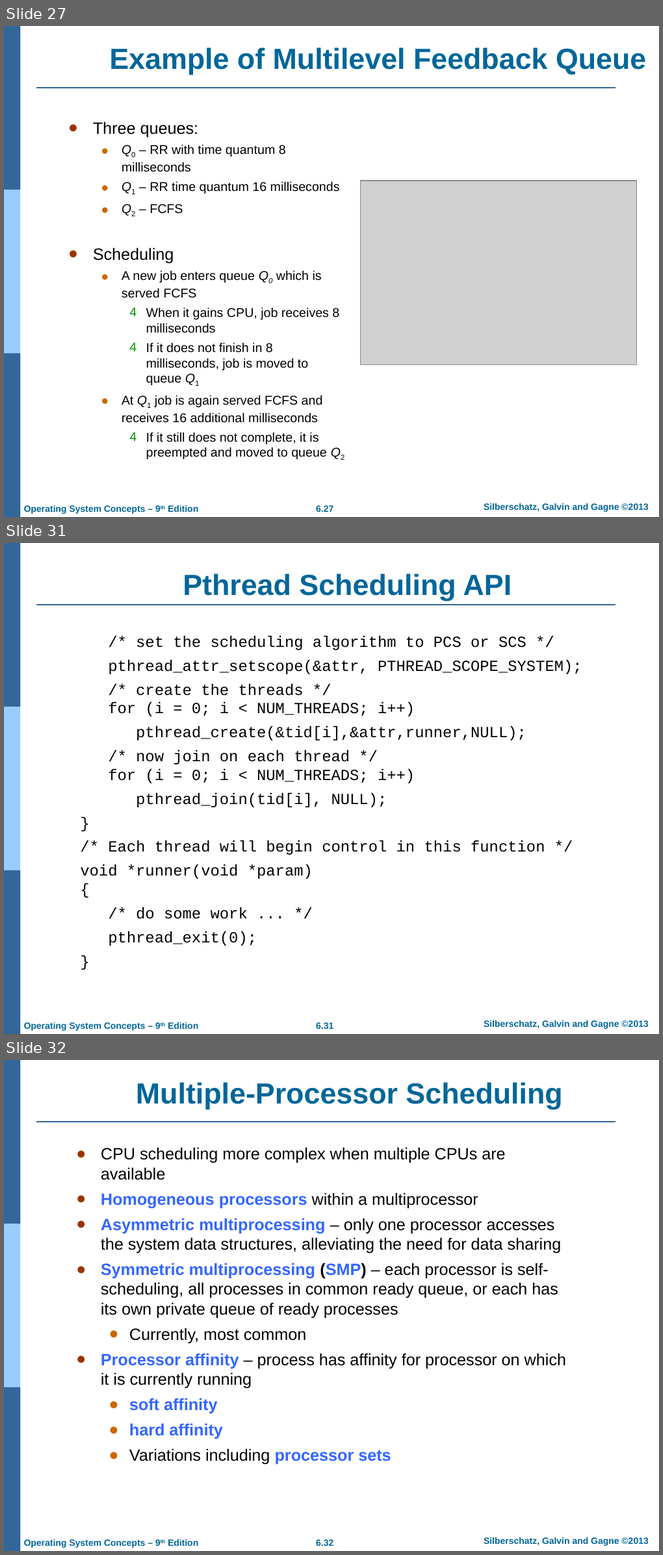
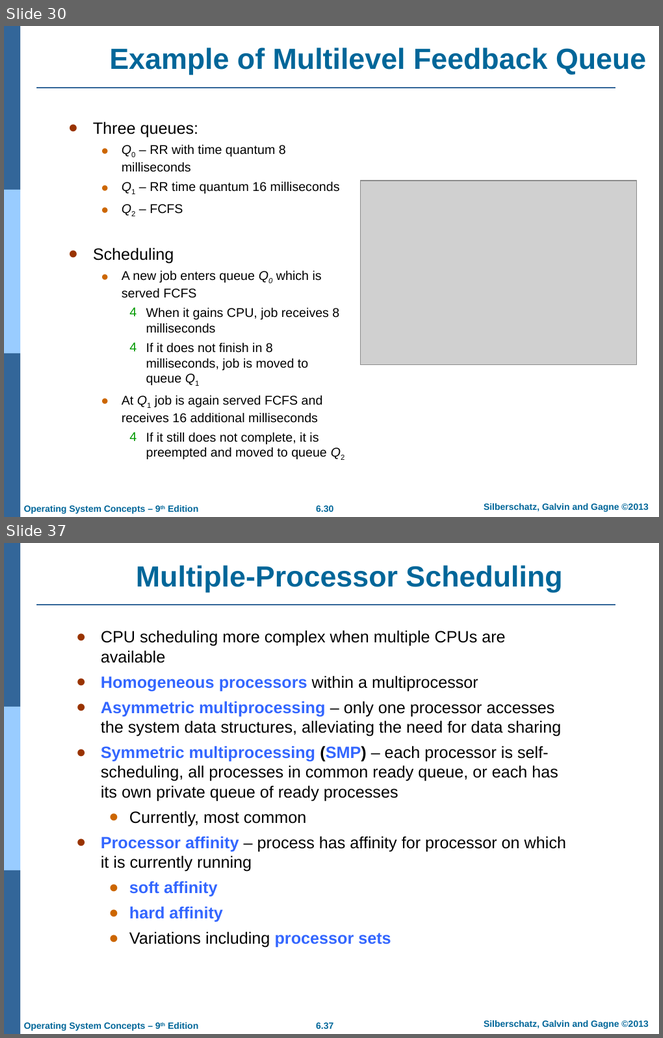
Before and after one commit to Rafi-afridi/OS, a slide deck: Lectures/CPU Scheduling.ppt.pptx. Shown one above the other, each under a label of ours: slides 27, 31 and 32 before the commit, slides 30 and 37 after it; the slides between them are not shown. The pictures are 663x1555 and 663x1038 pixels, drawn with LibreOffice and Linux fonts; fonts in the diff are those of the drawing; grey boxes stand for pictures; background and template pictures are left out. Boxes give left, top, right and bottom in pixels: in the first picture for what was removed or moved away, otherwise in the second. Text is boxed around its words. In the diff, an @@ line names an element or a change of style, - is before the commit and + after.

```diff
--- a/Lectures/CPU Scheduling.ppt.pptx
+++ b/Lectures/CPU Scheduling.ppt.pptx
@@ slide 31 removed at <box>4,543,659,1034</box>, background #FFFFFF; not listed: 7 template elements that a slide beside it also shows @@
@@ title removed at <box>183,574,512,601</box> @@
-Pthread Scheduling API
@@ text removed at <box>80,636,582,946</box> @@
-/* set the scheduling algorithm to PCS or SCS */
-pthread_attr_setscope(&attr, PTHREAD_SCOPE_SYSTEM);
-/* create the threads */
-for (i = 0; i < NUM_THREADS; i++)
-pthread_create(&tid[i],&attr,runner,NULL);
-/* now join on each thread */
-for (i = 0; i < NUM_THREADS; i++)
-pthread_join(tid[i], NULL);
-}
-/* Each thread will begin control in this function */
-void *runner(void *param)
-{
-/* do some work ... */
-pthread_exit(0);
-}
@@ what was slide 27 is now slide 30 @@
@@ page number at <box>316,506,334,512</box>: text changed @@
-6.27
+6.30
@@ what was slide 32 is now slide 37 @@
@@ page number at <box>316,1023,334,1029</box>: text changed @@
-6.32
+6.37
```
Also in this commit, not shown: 5 slides changed, 9 slides added, 4 other slides removed, 10 other files.
================================
● **WHAT TO PRODUCE**
For each entry above, write it out again exactly but leave out any picture.

● **SOLVED PROBLEM**
Before and after one commit to Rafi-afridi/OS, a slide deck: Lectures/CPU Scheduling.ppt.pptx. Shown one above the other, each under a label of ours: slides 27, 31 and 32 before the commit, slides 30 and 37 after it; the slides between them are not shown. The pictures are 663x1555 and 663x1038 pixels, drawn with LibreOffice and Linux fonts; fonts in the diff are those of the drawing; grey boxes stand for pictures; background and template pictures are left out. Boxes give left, top, right and bottom in pixels: in the first picture for what was removed or moved away, otherwise in the second. Text is boxed around its words. In the diff, an @@ line names an element or a change of style, - is before the commit and + after.

```diff
--- a/Lectures/CPU Scheduling.ppt.pptx
+++ b/Lectures/CPU Scheduling.ppt.pptx
@@ slide 31 removed at <box>4,543,659,1034</box>, background #FFFFFF; not listed: 7 template elements that a slide beside it also shows @@
@@ title removed at <box>183,574,512,601</box> @@
-Pthread Scheduling API
@@ text removed at <box>80,636,582,946</box> @@
-/* set the scheduling algorithm to PCS or SCS */
-pthread_attr_setscope(&attr, PTHREAD_SCOPE_SYSTEM);
-/* create the threads */
-for (i = 0; i < NUM_THREADS; i++)
-pthread_create(&tid[i],&attr,runner,NULL);
-/* now join on each thread */
-for (i = 0; i < NUM_THREADS; i++)
-pthread_join(tid[i], NULL);
-}
-/* Each thread will begin control in this function */
-void *runner(void *param)
-{
-/* do some work ... */
-pthread_exit(0);
-}
@@ what was slide 27 is now slide 30 @@
@@ page number at <box>316,506,334,512</box>: text changed @@
-6.27
+6.30
@@ what was slide 32 is now slide 37 @@
@@ page number at <box>316,1023,334,1029</box>: text changed @@
-6.32
+6.37
```
Also in this commit, not shown: 5 slides changed, 9 slides added, 4 other slides removed, 10 other files.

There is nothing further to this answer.